→ Action item
Write out the entries below once more, exactly.

→ Source data

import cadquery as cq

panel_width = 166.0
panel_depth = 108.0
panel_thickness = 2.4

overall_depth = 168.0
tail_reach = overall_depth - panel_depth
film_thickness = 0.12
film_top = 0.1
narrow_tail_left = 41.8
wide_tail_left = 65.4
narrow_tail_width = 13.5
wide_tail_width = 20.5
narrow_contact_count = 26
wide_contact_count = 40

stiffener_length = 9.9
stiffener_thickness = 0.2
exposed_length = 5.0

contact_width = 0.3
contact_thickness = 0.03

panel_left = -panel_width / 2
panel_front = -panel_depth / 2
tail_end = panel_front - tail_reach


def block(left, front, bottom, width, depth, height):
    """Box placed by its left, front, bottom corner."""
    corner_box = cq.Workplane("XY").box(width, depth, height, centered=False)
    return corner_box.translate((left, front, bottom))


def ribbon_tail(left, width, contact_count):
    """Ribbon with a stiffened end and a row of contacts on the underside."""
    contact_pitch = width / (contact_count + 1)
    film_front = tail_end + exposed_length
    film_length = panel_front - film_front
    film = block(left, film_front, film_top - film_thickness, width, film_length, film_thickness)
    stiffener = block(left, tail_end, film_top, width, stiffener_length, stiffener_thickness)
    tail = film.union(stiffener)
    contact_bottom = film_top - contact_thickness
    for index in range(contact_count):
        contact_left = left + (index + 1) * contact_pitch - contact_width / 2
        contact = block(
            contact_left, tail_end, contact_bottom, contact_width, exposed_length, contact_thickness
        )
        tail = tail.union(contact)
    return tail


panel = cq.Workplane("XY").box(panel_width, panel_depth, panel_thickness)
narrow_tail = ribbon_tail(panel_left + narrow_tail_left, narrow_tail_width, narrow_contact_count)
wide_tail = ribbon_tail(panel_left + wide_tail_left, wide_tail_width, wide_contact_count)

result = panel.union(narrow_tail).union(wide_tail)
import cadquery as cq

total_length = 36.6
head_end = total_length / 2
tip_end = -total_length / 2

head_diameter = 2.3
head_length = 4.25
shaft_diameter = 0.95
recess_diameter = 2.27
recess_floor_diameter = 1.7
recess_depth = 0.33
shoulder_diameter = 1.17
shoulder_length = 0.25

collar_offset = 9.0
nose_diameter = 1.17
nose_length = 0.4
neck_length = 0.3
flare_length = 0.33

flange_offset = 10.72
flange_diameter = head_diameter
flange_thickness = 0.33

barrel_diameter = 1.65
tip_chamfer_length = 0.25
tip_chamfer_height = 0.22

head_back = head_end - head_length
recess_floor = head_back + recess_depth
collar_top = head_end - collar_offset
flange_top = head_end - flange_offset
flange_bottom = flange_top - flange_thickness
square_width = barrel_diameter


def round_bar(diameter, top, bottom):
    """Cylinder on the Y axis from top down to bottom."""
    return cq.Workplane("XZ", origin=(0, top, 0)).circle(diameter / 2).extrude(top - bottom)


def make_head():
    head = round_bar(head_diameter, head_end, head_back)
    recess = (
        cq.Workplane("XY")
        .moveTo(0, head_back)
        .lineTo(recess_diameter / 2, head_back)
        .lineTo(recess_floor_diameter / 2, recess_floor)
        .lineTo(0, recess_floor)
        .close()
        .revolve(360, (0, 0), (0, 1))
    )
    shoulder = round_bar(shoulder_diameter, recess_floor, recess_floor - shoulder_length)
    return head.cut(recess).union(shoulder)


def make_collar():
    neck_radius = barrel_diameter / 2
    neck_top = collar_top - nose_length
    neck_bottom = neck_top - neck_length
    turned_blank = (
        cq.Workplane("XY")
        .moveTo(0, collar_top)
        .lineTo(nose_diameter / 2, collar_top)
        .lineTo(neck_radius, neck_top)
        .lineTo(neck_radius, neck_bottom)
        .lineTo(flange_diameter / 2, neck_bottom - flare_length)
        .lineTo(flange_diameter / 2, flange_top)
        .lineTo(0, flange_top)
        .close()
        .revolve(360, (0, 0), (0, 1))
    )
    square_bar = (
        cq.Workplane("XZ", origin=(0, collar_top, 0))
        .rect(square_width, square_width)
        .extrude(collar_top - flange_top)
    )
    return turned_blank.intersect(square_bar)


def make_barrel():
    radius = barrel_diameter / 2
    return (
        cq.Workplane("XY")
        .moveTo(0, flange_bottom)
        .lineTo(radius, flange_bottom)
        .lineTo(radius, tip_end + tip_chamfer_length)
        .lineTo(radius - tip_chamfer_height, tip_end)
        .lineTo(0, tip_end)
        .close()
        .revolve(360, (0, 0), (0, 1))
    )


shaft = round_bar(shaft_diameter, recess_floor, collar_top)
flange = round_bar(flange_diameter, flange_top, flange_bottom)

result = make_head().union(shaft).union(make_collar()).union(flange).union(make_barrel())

→ Response to this exercise
import cadquery as cq

panel_width = 166.0
panel_depth = 108.0
panel_thickness = 2.4

overall_depth = 168.0
tail_reach = overall_depth - panel_depth
film_thickness = 0.12
film_top = 0.1
narrow_tail_left = 41.8
wide_tail_left = 65.4
narrow_tail_width = 13.5
wide_tail_width = 20.5
narrow_contact_count = 26
wide_contact_count = 40

stiffener_length = 9.9
stiffener_thickness = 0.2
exposed_length = 5.0

contact_width = 0.3
contact_thickness = 0.03

panel_left = -panel_width / 2
panel_front = -panel_depth / 2
tail_end = panel_front - tail_reach


def block(left, front, bottom, width, depth, height):
    """Box placed by its left, front, bottom corner."""
    corner_box = cq.Workplane("XY").box(width, depth, height, centered=False)
    return corner_box.translate((left, front, bottom))


def ribbon_tail(left, width, contact_count):
    """Ribbon with a stiffened end and a row of contacts on the underside."""
    contact_pitch = width / (contact_count + 1)
    film_front = tail_end + exposed_length
    film_length = panel_front - film_front
    film = block(left, film_front, film_top - film_thickness, width, film_length, film_thickness)
    stiffener = block(left, tail_end, film_top, width, stiffener_length, stiffener_thickness)
    tail = film.union(stiffener)
    contact_bottom = film_top - contact_thickness
    for index in range(contact_count):
        contact_left = left + (index + 1) * contact_pitch - contact_width / 2
        contact = block(
            contact_left, tail_end, contact_bottom, contact_width, exposed_length, contact_thickness
        )
        tail = tail.union(contact)
    return tail


panel = cq.Workplane("XY").box(panel_width, panel_depth, panel_thickness)
narrow_tail = ribbon_tail(panel_left + narrow_tail_left, narrow_tail_width, narrow_contact_count)
wide_tail = ribbon_tail(panel_left + wide_tail_left, wide_tail_width, wide_contact_count)

result = panel.union(narrow_tail).union(wide_tail)
import cadquery as cq

total_length = 36.6
head_end = total_length / 2
tip_end = -total_length / 2

head_diameter = 2.3
head_length = 4.25
shaft_diameter = 0.95
recess_diameter = 2.27
recess_floor_diameter = 1.7
recess_depth = 0.33
shoulder_diameter = 1.17
shoulder_length = 0.25

collar_offset = 9.0
nose_diameter = 1.17
nose_length = 0.4
neck_length = 0.3
flare_length = 0.33

flange_offset = 10.72
flange_diameter = head_diameter
flange_thickness = 0.33

barrel_diameter = 1.65
tip_chamfer_length = 0.25
tip_chamfer_height = 0.22

head_back = head_end - head_length
recess_floor = head_back + recess_depth
collar_top = head_end - collar_offset
flange_top = head_end - flange_offset
flange_bottom = flange_top - flange_thickness
square_width = barrel_diameter


def round_bar(diameter, top, bottom):
    """Cylinder on the Y axis from top down to bottom."""
    return cq.Workplane("XZ", origin=(0, top, 0)).circle(diameter / 2).extrude(top - bottom)


def make_head():
    head = round_bar(head_diameter, head_end, head_back)
    recess = (
        cq.Workplane("XY")
        .moveTo(0, head_back)
        .lineTo(recess_diameter / 2, head_back)
        .lineTo(recess_floor_diameter / 2, recess_floor)
        .lineTo(0, recess_floor)
        .close()
        .revolve(360, (0, 0), (0, 1))
    )
    shoulder = round_bar(shoulder_diameter, recess_floor, recess_floor - shoulder_length)
    return head.cut(recess).union(shoulder)


def make_collar():
    neck_radius = barrel_diameter / 2
    neck_top = collar_top - nose_length
    neck_bottom = neck_top - neck_length
    turned_blank = (
        cq.Workplane("XY")
        .moveTo(0, collar_top)
        .lineTo(nose_diameter / 2, collar_top)
        .lineTo(neck_radius, neck_top)
        .lineTo(neck_radius, neck_bottom)
        .lineTo(flange_diameter / 2, neck_bottom - flare_length)
        .lineTo(flange_diameter / 2, flange_top)
        .lineTo(0, flange_top)
        .close()
        .revolve(360, (0, 0), (0, 1))
    )
    square_bar = (
        cq.Workplane("XZ", origin=(0, collar_top, 0))
        .rect(square_width, square_width)
        .extrude(collar_top - flange_top)
    )
    return turned_blank.intersect(square_bar)


def make_barrel():
    radius = barrel_diameter / 2
    return (
        cq.Workplane("XY")
        .moveTo(0, flange_bottom)
        .lineTo(radius, flange_bottom)
        .lineTo(radius, tip_end + tip_chamfer_length)
        .lineTo(radius - tip_chamfer_height, tip_end)
        .lineTo(0, tip_end)
        .close()
        .revolve(360, (0, 0), (0, 1))
    )


shaft = round_bar(shaft_diameter, recess_floor, collar_top)
flange = round_bar(flange_diameter, flange_top, flange_bottom)

result = make_head().union(shaft).union(make_collar()).union(flange).union(make_barrel())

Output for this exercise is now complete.